* What is expected *
Your answer should consist of each line from the data below that contains "apps".
Start of Material for this task
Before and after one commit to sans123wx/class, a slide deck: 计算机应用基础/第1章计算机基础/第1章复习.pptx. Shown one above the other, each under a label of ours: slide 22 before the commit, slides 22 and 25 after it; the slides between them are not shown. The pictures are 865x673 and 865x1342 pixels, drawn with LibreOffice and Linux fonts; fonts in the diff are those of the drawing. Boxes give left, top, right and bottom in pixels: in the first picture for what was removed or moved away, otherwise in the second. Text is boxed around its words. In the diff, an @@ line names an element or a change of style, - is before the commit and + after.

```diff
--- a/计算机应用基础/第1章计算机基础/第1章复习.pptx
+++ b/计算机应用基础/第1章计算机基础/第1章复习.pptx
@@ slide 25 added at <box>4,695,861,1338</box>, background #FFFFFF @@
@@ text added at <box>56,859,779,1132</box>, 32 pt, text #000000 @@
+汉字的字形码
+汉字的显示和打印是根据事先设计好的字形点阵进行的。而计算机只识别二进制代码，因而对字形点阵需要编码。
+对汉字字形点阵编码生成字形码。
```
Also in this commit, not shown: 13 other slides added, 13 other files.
End of Material for this task
Start of Material for this task
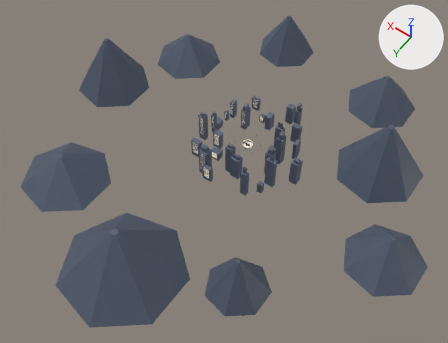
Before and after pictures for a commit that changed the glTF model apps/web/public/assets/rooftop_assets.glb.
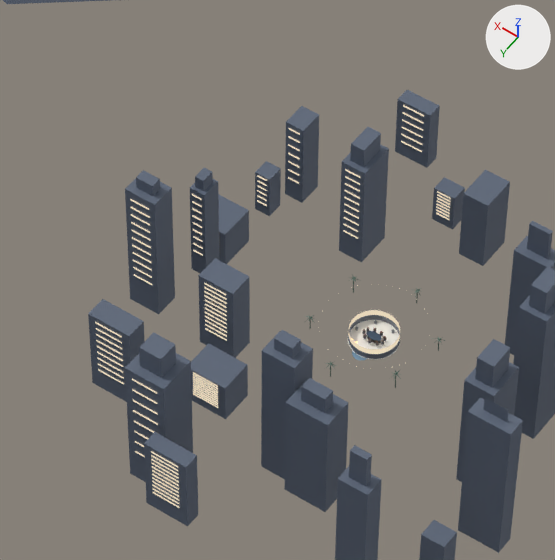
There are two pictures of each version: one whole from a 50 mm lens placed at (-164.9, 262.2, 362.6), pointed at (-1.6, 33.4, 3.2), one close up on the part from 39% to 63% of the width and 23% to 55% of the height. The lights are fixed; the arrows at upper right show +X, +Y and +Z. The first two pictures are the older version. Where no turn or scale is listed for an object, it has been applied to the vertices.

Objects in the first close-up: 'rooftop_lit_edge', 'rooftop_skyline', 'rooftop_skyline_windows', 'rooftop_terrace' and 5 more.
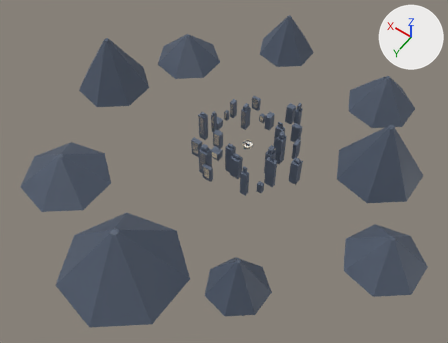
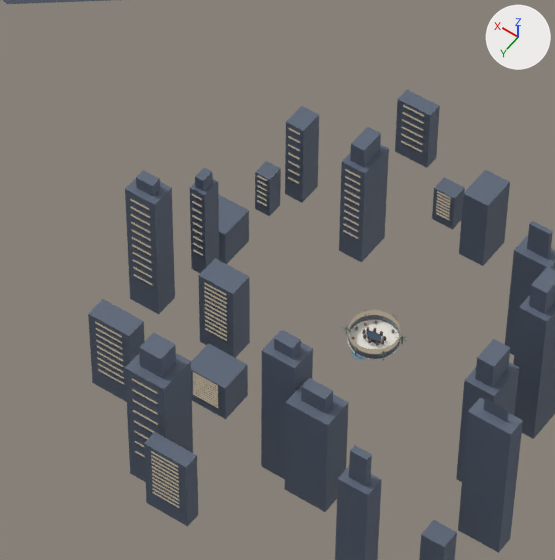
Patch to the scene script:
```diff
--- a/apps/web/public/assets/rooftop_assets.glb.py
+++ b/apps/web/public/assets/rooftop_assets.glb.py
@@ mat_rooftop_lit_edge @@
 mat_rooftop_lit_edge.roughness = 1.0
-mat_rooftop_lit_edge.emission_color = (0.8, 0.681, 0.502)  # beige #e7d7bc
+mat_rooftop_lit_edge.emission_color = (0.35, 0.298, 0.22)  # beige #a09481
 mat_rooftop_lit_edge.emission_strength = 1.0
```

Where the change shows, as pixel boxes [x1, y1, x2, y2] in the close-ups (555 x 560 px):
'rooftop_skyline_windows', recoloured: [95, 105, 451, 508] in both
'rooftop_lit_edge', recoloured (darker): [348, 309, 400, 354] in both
End of Material for this task
* Final answer *
Before and after pictures for a commit that changed the glTF model apps/web/public/assets/rooftop_assets.glb.
--- a/apps/web/public/assets/rooftop_assets.glb.py
+++ b/apps/web/public/assets/rooftop_assets.glb.py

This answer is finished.